----- INPUT DATA -----

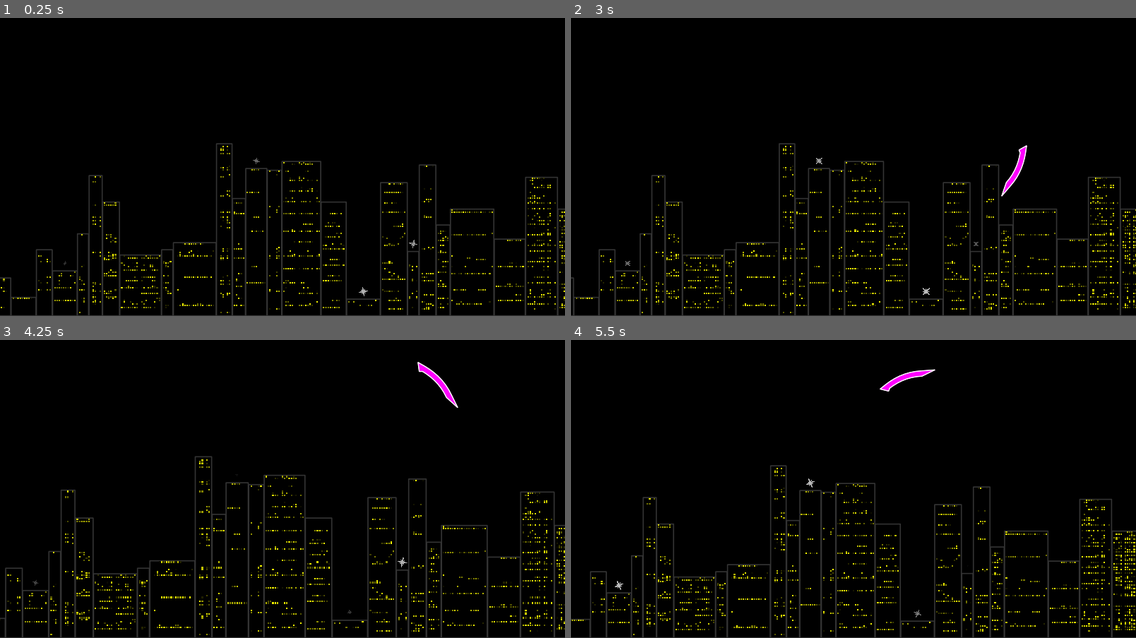
Above: before the commit, frames 1-4 (two rows, left to right).
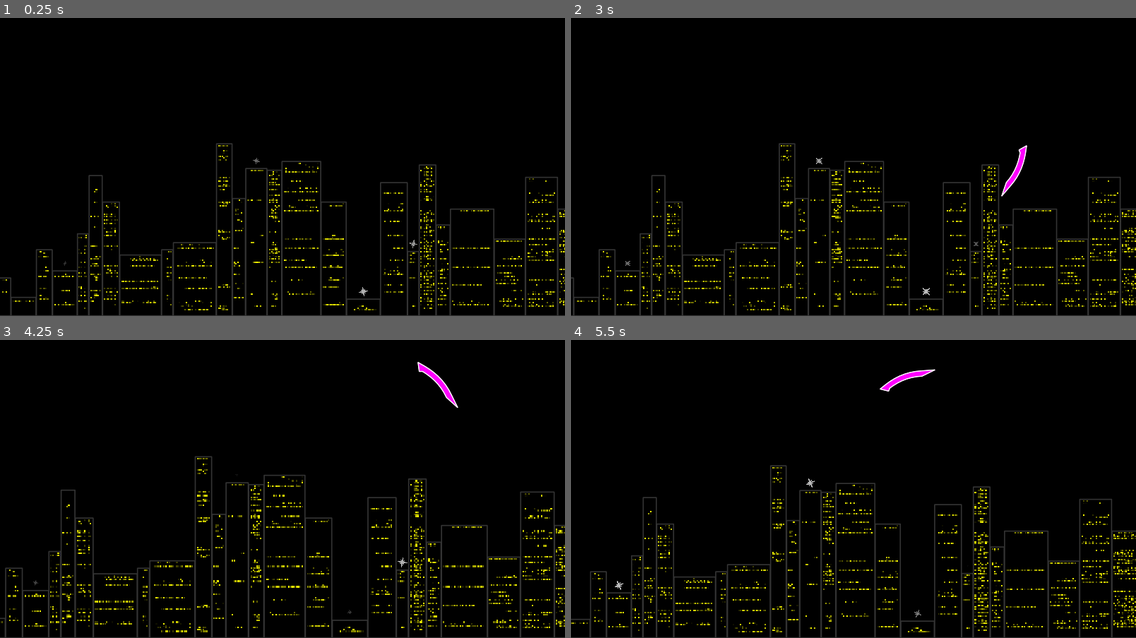
Above: after the commit, the same moments.

Repository: elektito/wyrmsim
Game: Godot game, scene res://World.tscn
The game is run twice, just before and just after one commit, with the same random seed, the same clock (stepped at 60 frames per second) and the same inputs. The engine's default icon, where the game draws it, is replaced by a stand-in: a white triangle on a blue panel in a dark square.
Inputs (mouse positions are in pixels of both pictures, inside the frame that each line leads up to):
- Up to frame 1 (0.25 s): no input
- Up to frame 2 (3 s): move the mouse to (977, 140) at 0.52 s; hold W (up) 0.53-1.28 s; tap . (step) at 0.6, 1.55, 2.3, 2.85 s; move the mouse to (740, 172) at 1.27 s; hold S (down) 1.28-2.03 s; tap N (add_segment) at 1.35 s; move the mouse to (910, 86) at 2.02 s; hold W (up) from 2.03 s (still down); tap D (remove_segment) at 2.1 s; move the mouse to (825, 220) at 2.77 s
- Up to frame 3 (4.25 s): move the mouse to (452, 527) at 3.52 s; release W (up) at 3.53 s; hold A (left) from 3.53 s (still down); tap Mouse wheel up (zoom_in) at 3.6 s; tap . (step) at 3.8 s
- Up to frame 4 (5.5 s): move the mouse to (684, 432) at 4.27 s; tap Mouse wheel down (zoom_out) at 4.35 s; tap . (step) at 4.55, 5.1 s; move the mouse to (881, 480) at 5.02 s; release A (left) at 5.03 s; hold S (down) from 5.03 s (still down)

The runs differ from the first frame. In frame 1, 3.6% of the frame differs, in the area x 0-100%, y 42-100%; in frame 2, 3.7%; in frame 3, 4.2%, in the area x 0-100%, y 39-100%; in frame 4, 4.0%.

Commit message:
Some refactoring
Window rendering logic moved to a separate scene, plus some other
minor changes.

Diff:
--- a/Building.gd
+++ b/Building.gd
@@ -16,13 +16,8 @@
 
 export(float, 0.0, 1.0, 0.01) var fill_rate := 0.2 setget set_fill_rate
 
-var windows_per_floor : int
-var floors : int
-var windows := []
-var darkness := []
-
 var initialized := false
-
+var window_rect = null
 var rng = RandomNumberGenerator.new()
 
 func _ready():
@@ -31,80 +26,20 @@
 
 func init():
 	rng.seed = rng_seed
+	initialized = true
 
-	floors = int(floor((rect_size.y - 2 * outline_width - 1 * floor_margin) / (floor_height + floor_margin)))
-	windows_per_floor = int(floor((rect_size.x - 2 * outline_width - 1 * window_margin) / (window_width + window_margin)))
-
-	windows = []
-	darkness = []
-	for i in range(floors):
-		windows.append([])
-		darkness.append([])
-		for j in range(windows_per_floor):
-			windows[i].append(false)
-			darkness[i].append(rng.randf_range(0.0, 1.0))
-
-	# now turn on some of the lights
-	var total_lit := 0
-	for f in range(floors):
-		var cur_fill_rate = float(total_lit) / (windows_per_floor * (f + 1))
-		var style = rng.randf()
-		if cur_fill_rate < fill_rate:
-			if style < 0.1:
-				# one whole lit floor
-				for i in range(windows_per_floor):
-					windows[f][i] = true
-				total_lit += windows_per_floor
-			elif style < 0.2:
-				# one string of lit windows
-				var length = rng.randi() % windows_per_floor
-				var start = rng.randi() % (windows_per_floor - length)
-				for i in range(length):
-					windows[f][start + i] = true
-				total_lit += length
-			elif style < 0.5:
-				var filled := 0
-				for x in range(2):
-					var length = rng.randi() % (windows_per_floor - filled)
-					var start = rng.randi() % (windows_per_floor - filled - length)
-					for i in range(length):
-						windows[f][filled + start + i] = true
-					filled += length
-					total_lit += length
-			else:
-				# some individual lit windows
-				for w in range(windows_per_floor):
-					if rng.randf() < fill_rate:
-						windows[f][w] = true
-						total_lit += 1
-
-	# sometimes empty out columns of windows to suggest vertical windowless areas
-	if rng.randf() < 0.5:
-		var columns : int = rng.randi() % 2 + 1
-		for i in range(columns):
-			var w = rng.randi() % windows_per_floor
-			for f in range(floors):
-				windows[f][w] = false
-
-	# empty out one or more rows at the bottom
-	var bottom_rows = 1
-	if floors > 7:
-		bottom_rows = rng.randi() % 4 + 1
-	for i in range(bottom_rows):
-		for w in windows_per_floor:
-			windows[floors - 1 - i][w] = false
-
-	# randomly turn off some whole floors
-	for i in range(0, rng.randi_range(0, fill_rate * floors)):
-		var f1 = rng.randi() % floors
-		var f2 = f1 + 1 + rng.randi_range(0, log(floors))
-		if f2 >= floors:
-			f2 = floors - 1
-		for f in range(f1, f2):
-			for w in windows_per_floor:
-				windows[f][w] = false
-
-	initialized = true
+	if window_rect != null:
+		window_rect.queue_free()
+	window_rect = preload("res://WindowRect.tscn").instance()
+	window_rect.rect_position = Vector2(outline_width / 2 + window_margin, outline_width / 2 + floor_margin)
+	window_rect.rect_size = rect_size - Vector2(2 * outline_width + 2 * window_margin, 2 * outline_width + 2 * floor_height)
+	window_rect.rng_seed = rng_seed
+	window_rect.fill_rate = fill_rate
+	window_rect.window_color = window_color
+	window_rect.window_width = window_width
+	window_rect.floor_height = floor_height
+	window_rect.floor_margin = floor_margin
+	call_deferred('add_child', window_rect)
 
 	# redraw
 	update()
@@ -118,49 +53,63 @@
 	draw_rect(rect, background_color, true)
 	draw_rect(rect, outline_color, false, outline_width, antialiased)
 
-	var first_window_x = outline_width + (rect_size.x - 2.0 * outline_width - windows_per_floor * window_width - (windows_per_floor - 1) * window_margin) / 2.0
-	var first_window_y = outline_width + (rect_size.y - 2.0 * outline_width - floors * floor_height - (floors - 1) * floor_margin) / 2.0
+	rect.position += Vector2(outline_width / 2, outline_width / 2)
+	rect.size -= Vector2(outline_width, outline_width)
 
-	for f in range(floors):
-		for w in range(windows_per_floor):
-			if windows[f][w]:
-				var pos = Vector2(first_window_x + w * (window_width + window_margin), first_window_y + f * (floor_height + floor_margin))
-				var r = Rect2(pos, Vector2(window_width, floor_height))
-				draw_rect(r, window_color.darkened(darkness[f][w]), true)
 
 
 func _on_Building_resized():
-	init()
+	# re-initialize if already initialized
+	if initialized:
+		init()
 
 
 func set_outline_width(value: float):
 	outline_width = value
-	init()
+
+	# re-initialize if already initialized
+	if initialized:
+		init()
 
 
 func set_window_width(value: float):
 	window_width = value
-	init()
+
+	# re-initialize if already initialized
+	if initialized:
+		init()
 
 
 func set_window_margin(value: float):
 	window_margin = value
-	init()
+
+	# re-initialize if already initialized
+	if initialized:
+		init()
 
 
 func set_floor_height(value: float):
 	floor_height = value
-	init()
+
+	# re-initialize if already initialized
+	if initialized:
+		init()
 
 
 func set_floor_margin(value: float):
 	floor_margin = value
-	init()
+
+	# re-initialize if already initialized
+	if initialized:
+		init()
 
 
 func set_fill_rate(value: float):
 	fill_rate = value
-	init()
+
+	# re-initialize if already initialized
+	if initialized:
+		init()
 
 
 func set_outline_color(value: Color):
@@ -172,6 +121,10 @@
 	window_color = value
 	update()
 
+	if window_rect:
+		window_rect.window_color = value
+		window_rect.update()
+
 
 func set_background_color(value: Color):
 	background_color = value
@@ -180,4 +133,7 @@
 
 func set_rng_seed(value: int):
 	rng_seed = value
-	init()
+
+	# re-initialize if already initialized
+	if initialized:
+		init()
--- a/Building.tscn
+++ b/Building.tscn
@@ -2,9 +2,7 @@
 
 [ext_resource path="res://Building.gd" type="Script" id=1]
 
-[node name="Building" type="Control" groups=[
-"buildings",
-]]
+[node name="Building" type="Control" groups=["buildings"]]
 margin_right = 84.0
 margin_bottom = 102.0
 mouse_filter = 2
--- /dev/null
+++ b/WindowRect.gd
@@ -0,0 +1,175 @@
+extends Control
+tool
+
+export(int) var rng_seed := 0 setget set_rng_seed
+export(float, 0.0, 1.0, 0.01) var fill_rate := 0.2 setget set_fill_rate
+export(float) var floor_height := 10.0 setget set_floor_height
+export(float) var floor_margin := 2.0 setget set_floor_margin
+export(float) var window_width := 10.0 setget set_window_width
+export(float) var window_margin := 2.0 setget set_window_margin
+export(Color) var window_color := Color.yellow setget set_window_color
+
+var rng := RandomNumberGenerator.new()
+var windows_per_floor: int
+var floors: int
+var windows := []
+var darkness := []
+
+var initialized := false
+
+
+func _ready():
+	if not initialized:
+		init()
+
+
+func _draw():
+	if not initialized:
+		return
+
+	var first_window_x = (rect_size.x - windows_per_floor * window_width - (windows_per_floor - 1) * window_margin) / 2.0
+	var first_window_y = (rect_size.y - floors * floor_height - (floors - 1) * floor_margin) / 2.0
+
+	for f in range(floors):
+		for w in range(windows_per_floor):
+			if windows[f][w]:
+				var pos = Vector2(first_window_x + w * (window_width + window_margin), first_window_y + f * (floor_height + floor_margin))
+				var r = Rect2(pos, Vector2(window_width, floor_height))
+				draw_rect(r, window_color.darkened(darkness[f][w]), true)
+
+
+func init():
+	floors = int(floor((rect_size.y - 1 * floor_margin) / (floor_height + floor_margin)))
+	windows_per_floor = int(floor((rect_size.x - 1 * window_margin) / (window_width + window_margin)))
+
+	windows = []
+	darkness = []
+	for i in range(floors):
+		windows.append([])
+		darkness.append([])
+		for j in range(windows_per_floor):
+			windows[i].append(false)
+			darkness[i].append(rng.randf_range(0.0, 1.0))
+
+	# now turn on some of the lights
+	var total_lit := 0
+	for f in range(floors):
+		var cur_fill_rate = float(total_lit) / (windows_per_floor * (f + 1))
+		var style = rng.randf()
+		if cur_fill_rate < fill_rate:
+			if style < 0.1:
+				# one whole lit floor
+				for i in range(windows_per_floor):
+					windows[f][i] = true
+				total_lit += windows_per_floor
+			elif style < 0.2:
+				# one string of lit windows
+				var length = rng.randi() % windows_per_floor
+				var start = rng.randi() % (windows_per_floor - length)
+				for i in range(length):
+					windows[f][start + i] = true
+				total_lit += length
+			elif style < 0.5:
+				var filled := 0
+				for x in range(2):
+					var length = rng.randi() % (windows_per_floor - filled)
+					var start = rng.randi() % (windows_per_floor - filled - length)
+					for i in range(length):
+						windows[f][filled + start + i] = true
+					filled += length
+					total_lit += length
+			else:
+				# some individual lit windows
+				for w in range(windows_per_floor):
+					if rng.randf() < fill_rate:
+						windows[f][w] = true
+						total_lit += 1
+
+	# sometimes empty out columns of windows to suggest vertical windowless areas
+	if rng.randf() < 0.5:
+		var columns : int = rng.randi() % 2 + 1
+		for i in range(columns):
+			var w = rng.randi() % windows_per_floor
+			for f in range(floors):
+				windows[f][w] = false
+
+	# empty out one or more rows at the bottom
+	var bottom_rows = 1
+	if floors > 7:
+		bottom_rows = rng.randi() % 4 + 1
+	for i in range(bottom_rows):
+		for w in windows_per_floor:
+			windows[floors - 1 - i][w] = false
+
+	# randomly turn off some whole floors
+	for i in range(0, rng.randi_range(0, fill_rate * floors)):
+		var f1 = rng.randi() % floors
+		var f2 = f1 + 1 + rng.randi_range(0, log(floors))
+		if f2 >= floors:
+			f2 = floors - 1
+		for f in range(f1, f2):
+			for w in windows_per_floor:
+				windows[f][w] = false
+
+	initialized = true
+
+	update()
+
+
+func set_rng_seed(value: int):
+	rng_seed = value
+
+	# re-initialize if already initialized
+	if initialized:
+		init()
+
+
+func set_fill_rate(value: float):
+	fill_rate = value
+
+	# re-initialize if already initialized
+	if initialized:
+		init()
+
+
+func set_floor_height(value: float):
+	floor_height = value
+
+	# re-initialize if already initialized
+	if initialized:
+		init()
+
+
+func set_floor_margin(value: float):
+	floor_margin = value
+
+	# re-initialize if already initialized
+	if initialized:
+		init()
+
+
+func set_window_width(value: float):
+	window_width = value
+
+	# re-initialize if already initialized
+	if initialized:
+		init()
+
+
+func set_window_margin(value: float):
+	window_margin = value
+
+	# re-initialize if already initialized
+	if initialized:
+		init()
+
+
+func set_window_color(value: Color):
+	window_color = value
+	update()
+
+
+func _on_WindowRect_resized():
+	# re-initialize if already initialized
+	if initialized:
+		init()
--- /dev/null
+++ b/WindowRect.tscn
@@ -0,0 +1,14 @@
+[gd_scene load_steps=2 format=2]
+
+[ext_resource path="res://WindowRect.gd" type="Script" id=1]
+
+[node name="WindowRect" type="Control"]
+mouse_filter = 2
+size_flags_horizontal = 0
+size_flags_vertical = 0
+script = ExtResource( 1 )
+__meta__ = {
+"_edit_use_anchors_": false
+}
+
+[connection signal="resized" from="." to="." method="_on_WindowRect_resized"]
--- a/World.gd
+++ b/World.gd
@@ -172,10 +172,10 @@
 			# we might go a bit above max width, but we won't have next building too narrow (and thus unrenderable)
 			width += remaining_width
 		var building = generate_building(x, width)
-		add_child(building)
+		call_deferred('add_child', building)
 		var collectible = generate_collectible(building)
 		if collectible != null:
-			add_child(collectible)
+			call_deferred('add_child', collectible)
 		x += width
 		if bx in block_buildings:
 			block_buildings[bx].append(building)

-----

| REQUIREMENT |
Would you restate, word for word and with no pictures, only the lines from the opening of the material through the line with "- Up to frame 2", both included?

| OUTPUT OF THE TASK |
Above: before the commit, frames 1-4 (two rows, left to right).
Above: after the commit, the same moments.

Repository: elektito/wyrmsim
Game: Godot game, scene res://World.tscn
The game is run twice, just before and just after one commit, with the same random seed, the same clock (stepped at 60 frames per second) and the same inputs. The engine's default icon, where the game draws it, is replaced by a stand-in: a white triangle on a blue panel in a dark square.
Inputs (mouse positions are in pixels of both pictures, inside the frame that each line leads up to):
- Up to frame 1 (0.25 s): no input
- Up to frame 2 (3 s): move the mouse to (977, 140) at 0.52 s; hold W (up) 0.53-1.28 s; tap . (step) at 0.6, 1.55, 2.3, 2.85 s; move the mouse to (740, 172) at 1.27 s; hold S (down) 1.28-2.03 s; tap N (add_segment) at 1.35 s; move the mouse to (910, 86) at 2.02 s; hold W (up) from 2.03 s (still down); tap D (remove_segment) at 2.1 s; move the mouse to (825, 220) at 2.77 s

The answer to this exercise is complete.